# Morrus.  I come on behalf of the mighty Cthulhu himself ...



## Angelsboi (Apr 16, 2002)

We were curious in the d20 systems forum ... if we may have our own Cthulhu thread.  I kow that if we got one, then everyone else will want one but technically, it is a WOTC Product and we are flourishing in the depths over there ....


----------



## Limper (Apr 16, 2002)

I would like to second this nomination. DnDChick is a force in need of a forum.


----------



## DnDChick (Apr 16, 2002)

Thanks Limper!

And Id like to throw my suggestion into the box.  If its not too much trouble, us CoC fans want a sunken island...uhh...I mean a forum...to call our very own!


----------



## MythandLore (Apr 16, 2002)

Yeah, I think CoC could get its own forum (or split forum section) too.
To me, all the coc threads are annoying.
The whole (d20 System Games) forum is filling up with them and pushing out all the other games.
Though it could be a fad, I don't know.
But it is at least worth taking a look at.
Personally I don't play coc and I don't plan on playing it.
But the forum is full of coc threads,
I don't know if the Dragon star, Spycraft, L5R, Weird Wars, etc are suffering from it, but it's a big pain the have keep going thru all these coc threads to find them.
If everyone put a [coc] in front of their posts it wouldn't be so bad, but not everyone is.
Oh well, even though it is annoying I don't know if they really warrant a new forum though.
Like I said this could be just a passing craze of what’s in vogue until 'the next big thing' comes out and takes the forum over again.


----------



## Morrus (Apr 16, 2002)

Err...but..but...the complaint I KEEP hearing is that the d20 Games forum is too quiet and that threads have to be posted in Gen RPG or they won't get noticed.  
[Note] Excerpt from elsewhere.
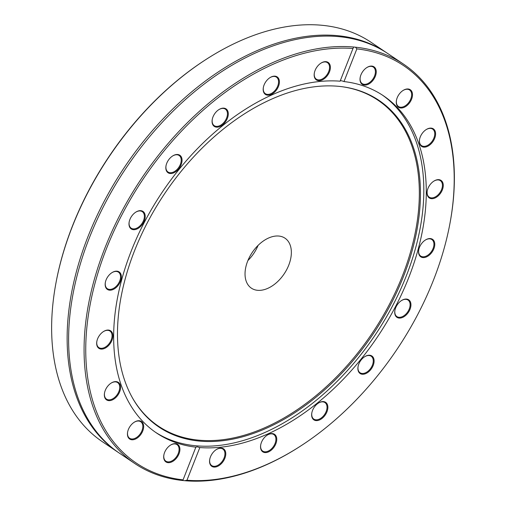 <?xml version="1.0" encoding="UTF-8"?>
<svg xmlns="http://www.w3.org/2000/svg" width="506" height="506" viewBox="0 0 506 506"><rect width="100%" height="100%" fill="white"/><g stroke="black" fill="none" stroke-linecap="round" stroke-linejoin="round"><path stroke-width="0.76" d="M117.917 452.174L102.446 441.77A240.692 153.584 -56.1 0 1 55.995 282.778A240.692 153.584 -56.1 0 1 206.359 59.246A240.692 153.584 -56.1 0 1 322.17 25.3A240.692 153.584 -56.1 0 1 371.132 42.346L386.603 52.751A240.692 153.584 123.9 0 0 124.824 166.74A240.692 153.584 123.9 0 0 117.917 452.174A240.692 153.584 123.9 0 0 118.657 452.668M206.359 59.246L205.752 59.638A239.509 152.831 123.9 0 0 56.128 282.063L55.995 282.778M387.343 53.25A240.692 153.584 123.9 0 0 386.603 52.751M449.872 223.854L450.005 223.146A240.692 153.584 123.9 0 0 403.554 64.154A240.692 153.584 123.9 0 0 355.465 47.197L356.863 48.886A239.509 152.831 -56.1 0 1 449.872 223.854A239.509 152.831 -56.1 0 1 300.248 446.279A239.509 152.831 -56.1 0 1 186.954 480.232L184.703 480.7A240.692 153.584 123.9 0 0 299.641 446.671L300.248 446.279M184.703 480.7L182.957 480.529L183.071 479.859L195.936 446.994M403.554 64.154L388.083 53.744A240.692 153.584 123.9 0 0 126.304 167.733A240.692 153.584 123.9 0 0 119.397 453.167L134.868 463.578A240.692 153.584 123.9 0 0 182.957 480.529L183.071 479.859A239.509 152.831 -56.1 0 1 106.469 248.617A239.509 152.831 -56.1 0 1 352.979 48.513L353.719 47.026A240.692 153.584 123.9 0 0 121.004 212.937A240.692 153.584 123.9 0 0 134.868 463.578M353.719 47.026L355.465 47.197M356.863 48.886L343.991 81.567C341.512 80.612 340.215 80.486 340.108 81.188A203.222 129.675 123.9 0 0 144.425 222.147A203.222 129.675 123.9 0 0 156.537 432.997A203.222 129.675 123.9 0 0 195.942 447.184L196.967 446.779L199.826 447.557L186.954 480.232M340.108 81.188L352.979 48.513M105.191 398.399A10.55 6.736 123.9 0 0 115.343 397.963A10.55 6.736 123.9 0 0 120.289 385.199A10.55 6.736 123.9 0 0 111.124 383.105A10.55 6.736 123.9 0 0 104.527 392.903A10.55 6.736 123.9 0 0 105.191 398.399M105.267 282.949A10.55 6.736 123.9 0 0 112.825 289.622A10.55 6.736 123.9 0 0 121.377 276.434A10.55 6.736 123.9 0 0 111.94 272.658A10.55 6.736 123.9 0 0 105.343 282.462A10.55 6.736 123.9 0 0 105.267 282.949M168.245 160.402A10.55 6.736 123.9 0 0 166.012 165.785A10.55 6.736 123.9 0 0 173.21 173.058A10.55 6.736 123.9 0 0 182.052 159.909A10.55 6.736 123.9 0 0 172.609 155.987A10.55 6.736 123.9 0 0 168.245 160.402M270.084 77.57A10.55 6.736 123.9 0 0 269.957 77.652A10.55 6.736 123.9 0 0 263.36 87.449A10.55 6.736 123.9 0 0 270.514 94.736A10.55 6.736 123.9 0 0 279.407 81.668A10.55 6.736 123.9 0 0 270.084 77.57M168.062 462.655A10.55 6.736 123.9 0 0 179.82 450.802A10.55 6.736 123.9 0 0 170.471 445.141A10.55 6.736 123.9 0 0 163.874 454.938A10.55 6.736 123.9 0 0 168.062 462.655M323.606 61.922A10.55 6.736 123.9 0 0 320.937 63.161A10.55 6.736 123.9 0 0 314.346 72.959A10.55 6.736 123.9 0 0 320.652 80.498A10.55 6.736 123.9 0 0 330.254 69.063A10.55 6.736 123.9 0 0 323.606 61.922M216.549 111.503A10.55 6.736 123.9 0 0 212.254 119.435A10.55 6.736 123.9 0 0 219.446 126.709A10.55 6.736 123.9 0 0 228.288 113.559A10.55 6.736 123.9 0 0 218.845 109.638A10.55 6.736 123.9 0 0 216.549 111.503M129.903 219.477A10.55 6.736 123.9 0 0 129.175 221.957A10.55 6.736 123.9 0 0 136.373 229.231A10.55 6.736 123.9 0 0 145.216 216.081A10.55 6.736 123.9 0 0 135.772 212.159A10.55 6.736 123.9 0 0 129.903 219.477M96.754 344.605A10.55 6.736 123.9 0 0 106.026 347.647A10.55 6.736 123.9 0 0 112.794 334.466A10.55 6.736 123.9 0 0 103.445 331.563A10.55 6.736 123.9 0 0 96.855 341.36A10.55 6.736 123.9 0 0 96.754 344.605M129.764 439.082A10.55 6.736 123.9 0 0 143.274 429.379A10.55 6.736 123.9 0 0 134.216 422.244A10.55 6.736 123.9 0 0 127.626 432.042A10.55 6.736 123.9 0 0 129.764 439.082M199.826 447.557A203.222 129.675 123.9 0 0 395.509 306.598A203.222 129.675 123.9 0 0 383.396 95.748A203.222 129.675 123.9 0 0 343.991 81.567M410.17 89.67A10.55 6.736 123.9 0 0 403.048 90.473A10.55 6.736 123.9 0 0 396.457 100.277A10.55 6.736 123.9 0 0 406.628 105.862A10.55 6.736 123.9 0 0 410.17 89.67M443.186 184.146A10.55 6.736 123.9 0 0 433.819 181.154A10.55 6.736 123.9 0 0 427.228 190.952A10.55 6.736 123.9 0 0 434.875 198.048A10.55 6.736 123.9 0 0 443.186 184.146M410.037 309.267A10.55 6.736 123.9 0 0 409.398 300.381A10.55 6.736 123.9 0 0 401.498 300.558A10.55 6.736 123.9 0 0 394.908 310.361A10.55 6.736 123.9 0 0 400.056 318.084A10.55 6.736 123.9 0 0 410.037 309.267M323.385 417.241A10.55 6.736 123.9 0 0 327.477 404.806A10.55 6.736 123.9 0 0 318.426 403.08A10.55 6.736 123.9 0 0 311.829 412.877A10.55 6.736 123.9 0 0 314.764 420.309A10.55 6.736 123.9 0 0 323.385 417.241M216.334 466.823A10.55 6.736 123.9 0 0 225.784 453.806A10.55 6.736 123.9 0 0 216.334 449.556A10.55 6.736 123.9 0 0 209.737 459.359A10.55 6.736 123.9 0 0 216.334 466.823M269.85 451.175A10.55 6.736 123.9 0 0 276.668 437.994A10.55 6.736 123.9 0 0 267.313 435.065A10.55 6.736 123.9 0 0 260.723 444.869A10.55 6.736 123.9 0 0 269.85 451.175M371.689 368.343A10.55 6.736 123.9 0 0 373.226 357.419A10.55 6.736 123.9 0 0 364.662 356.73A10.55 6.736 123.9 0 0 358.071 366.534A10.55 6.736 123.9 0 0 362.062 374.225A10.55 6.736 123.9 0 0 371.689 368.343M434.673 245.796A10.55 6.736 123.9 0 0 425.331 240.059A10.55 6.736 123.9 0 0 418.734 249.856A10.55 6.736 123.9 0 0 425.116 257.383A10.55 6.736 123.9 0 0 434.673 245.796M434.743 130.346A10.55 6.736 123.9 0 0 426.147 129.612A10.55 6.736 123.9 0 0 419.55 139.409A10.55 6.736 123.9 0 0 428.474 145.854A10.55 6.736 123.9 0 0 434.743 130.346M371.872 66.09A10.55 6.736 123.9 0 0 366.799 67.576A10.55 6.736 123.9 0 0 360.202 77.38A10.55 6.736 123.9 0 0 365.693 85.071A10.55 6.736 123.9 0 0 375.635 75.457A10.55 6.736 123.9 0 0 371.872 66.09M155.31 432.156A203.222 129.675 123.9 0 0 195.417 445.729A203.222 129.675 123.9 0 0 391.853 307.212A203.222 129.675 123.9 0 0 382.163 94.932M134.065 422.339A9.962 6.357 -56.1 0 1 140.636 421.675A9.962 6.357 -56.1 0 1 140.731 421.738A9.962 6.357 -56.1 0 1 140.497 433.471A9.962 6.357 -56.1 0 1 129.713 438.329A9.962 6.357 -56.1 0 1 129.612 438.266A9.962 6.357 -56.1 0 1 127.657 431.858M110.966 383.206A9.962 6.357 -56.1 0 1 117.639 382.599A9.962 6.357 -56.1 0 1 118.929 383.997A9.962 6.357 -56.1 0 1 116.475 395.591A9.962 6.357 -56.1 0 1 106.519 399.133A9.962 6.357 -56.1 0 1 105.223 397.735A9.962 6.357 -56.1 0 1 104.565 392.726M103.294 331.664A9.962 6.357 -56.1 0 1 109.96 331.057A9.962 6.357 -56.1 0 1 111.978 334.58A9.962 6.357 -56.1 0 1 107.759 345.187A9.962 6.357 -56.1 0 1 98.841 347.584A9.962 6.357 -56.1 0 1 96.823 344.067A9.962 6.357 -56.1 0 1 96.886 341.183M111.782 272.759A9.962 6.357 -56.1 0 1 118.455 272.152A9.962 6.357 -56.1 0 1 120.453 278.268A9.962 6.357 -56.1 0 1 115.134 287.275A9.962 6.357 -56.1 0 1 107.335 288.686A9.962 6.357 -56.1 0 1 105.337 282.569A9.962 6.357 -56.1 0 1 105.381 282.278M135.614 212.261A9.962 6.357 -56.1 0 1 142.281 211.653A9.962 6.357 -56.1 0 1 143.527 220.572A9.962 6.357 -56.1 0 1 131.168 228.181A9.962 6.357 -56.1 0 1 129.213 221.78M172.451 156.088A9.962 6.357 -56.1 0 1 179.124 155.481A9.962 6.357 -56.1 0 1 178.934 167.138A9.962 6.357 -56.1 0 1 168.005 172.008A9.962 6.357 -56.1 0 1 166.05 165.607M218.687 109.739A9.962 6.357 -56.1 0 1 225.36 109.132A9.962 6.357 -56.1 0 1 223.222 123.198A9.962 6.357 -56.1 0 1 214.24 125.659A9.962 6.357 -56.1 0 1 212.286 119.258M269.799 77.753A9.962 6.357 -56.1 0 1 276.466 77.146A9.962 6.357 -56.1 0 1 278.155 84.736A9.962 6.357 -56.1 0 1 272.051 93.053A9.962 6.357 -56.1 0 1 265.353 93.673A9.962 6.357 -56.1 0 1 263.398 87.272M320.785 63.256A9.962 6.357 -56.1 0 1 323.151 62.187A9.962 6.357 -56.1 0 1 327.452 62.655A9.962 6.357 -56.1 0 1 328.66 71.656A9.962 6.357 -56.1 0 1 320.633 79.651A9.962 6.357 -56.1 0 1 316.332 79.183A9.962 6.357 -56.1 0 1 314.378 72.775M366.641 67.677A9.962 6.357 -56.1 0 1 371.284 66.368A9.962 6.357 -56.1 0 1 373.314 67.077A9.962 6.357 -56.1 0 1 373.871 77.469A9.962 6.357 -56.1 0 1 364.219 84.306A9.962 6.357 -56.1 0 1 362.195 83.604A9.962 6.357 -56.1 0 1 360.24 77.197M402.896 90.574A9.962 6.357 -56.1 0 1 409.468 89.91A9.962 6.357 -56.1 0 1 409.563 89.973A9.962 6.357 -56.1 0 1 409.329 101.706A9.962 6.357 -56.1 0 1 398.545 106.564A9.962 6.357 -56.1 0 1 398.45 106.5A9.962 6.357 -56.1 0 1 396.495 100.093M425.989 129.713A9.962 6.357 -56.1 0 1 432.662 129.106A9.962 6.357 -56.1 0 1 433.958 130.497A9.962 6.357 -56.1 0 1 431.498 142.097A9.962 6.357 -56.1 0 1 421.542 145.633A9.962 6.357 -56.1 0 1 420.246 144.242A9.962 6.357 -56.1 0 1 419.588 139.232M433.667 181.256A9.962 6.357 -56.1 0 1 440.334 180.648A9.962 6.357 -56.1 0 1 442.358 184.171A9.962 6.357 -56.1 0 1 438.139 194.778A9.962 6.357 -56.1 0 1 429.221 197.176A9.962 6.357 -56.1 0 1 427.203 193.659A9.962 6.357 -56.1 0 1 427.266 190.775M425.173 240.16A9.962 6.357 -56.1 0 1 431.846 239.553A9.962 6.357 -56.1 0 1 433.844 245.669A9.962 6.357 -56.1 0 1 428.525 254.676A9.962 6.357 -56.1 0 1 420.726 256.08A9.962 6.357 -56.1 0 1 418.728 249.97A9.962 6.357 -56.1 0 1 418.772 249.679M401.347 300.659A9.962 6.357 -56.1 0 1 408.013 300.052A9.962 6.357 -56.1 0 1 409.253 308.976A9.962 6.357 -56.1 0 1 396.894 316.585A9.962 6.357 -56.1 0 1 394.939 310.178M364.503 356.831A9.962 6.357 -56.1 0 1 371.176 356.23A9.962 6.357 -56.1 0 1 370.993 367.887A9.962 6.357 -56.1 0 1 360.057 372.758A9.962 6.357 -56.1 0 1 358.103 366.35M318.268 403.181A9.962 6.357 -56.1 0 1 324.941 402.574A9.962 6.357 -56.1 0 1 322.803 416.64A9.962 6.357 -56.1 0 1 313.821 419.101A9.962 6.357 -56.1 0 1 311.867 412.7M267.162 435.166A9.962 6.357 -56.1 0 1 273.828 434.559A9.962 6.357 -56.1 0 1 275.511 442.149A9.962 6.357 -56.1 0 1 269.407 450.466A9.962 6.357 -56.1 0 1 262.709 451.093A9.962 6.357 -56.1 0 1 260.754 444.685M216.176 449.657A9.962 6.357 -56.1 0 1 218.548 448.588A9.962 6.357 -56.1 0 1 222.849 449.056A9.962 6.357 -56.1 0 1 224.05 458.056A9.962 6.357 -56.1 0 1 216.03 466.051A9.962 6.357 -56.1 0 1 211.729 465.583A9.962 6.357 -56.1 0 1 209.775 459.176M170.313 445.242A9.962 6.357 -56.1 0 1 174.956 443.933A9.962 6.357 -56.1 0 1 176.986 444.635A9.962 6.357 -56.1 0 1 177.543 455.033A9.962 6.357 -56.1 0 1 167.891 461.87A9.962 6.357 -56.1 0 1 165.867 461.162A9.962 6.357 -56.1 0 1 163.912 454.761M199.105 441.055A196.942 125.665 123.9 0 0 402.485 278.97A196.942 125.665 123.9 0 0 342.322 86.747A196.942 125.665 123.9 0 0 164.697 193.558A196.942 125.665 123.9 0 0 132.711 398.342A196.942 125.665 123.9 0 0 199.105 441.055M132.477 397.931A196.499 125.387 123.9 0 0 198.491 440.138A196.499 125.387 123.9 0 0 401.29 278.73A196.499 125.387 123.9 0 0 341.847 86.684M257.51 290.305A30.113 19.215 123.9 0 0 286.7 269.622A30.113 19.215 123.9 0 0 285.005 238.193A30.113 19.215 123.9 0 0 252.247 252.456A30.113 19.215 123.9 0 0 251.387 288.167A30.113 19.215 123.9 0 0 257.51 290.305M247.908 260.533A30.113 19.215 123.9 0 0 258.092 245.385"/></g></svg>

Are we now saying that the d20 Games forum is _too busy_?


----------



## Crothian (Apr 16, 2002)

Only with CoC stuff.  I think it'll die down.  Most of the threads are DnDChick's creations.  So, unless she's just starting with these creation, I imagine it will die down again.


----------



## Angelsboi (Apr 16, 2002)

Actually Cro, they arent.  Thers a LOT of COC activity going on in there.  Some of us are new and cant be converting, like myself but i like ti think im making a big buzz in my own right ...


----------



## omokage (Apr 16, 2002)

This same thing happened when Wheel of Time RPG came out, so I expect that it may die down a bit within a month or more.


----------



## DnDChick (Apr 17, 2002)

*Huh?*

Posting CoC stuff in a forum that specifically says one can post CoC stuff there is perfectly acceptable.  Now...if I had posted this in D20 Publishers or the Rules forums, Id understand the complaints.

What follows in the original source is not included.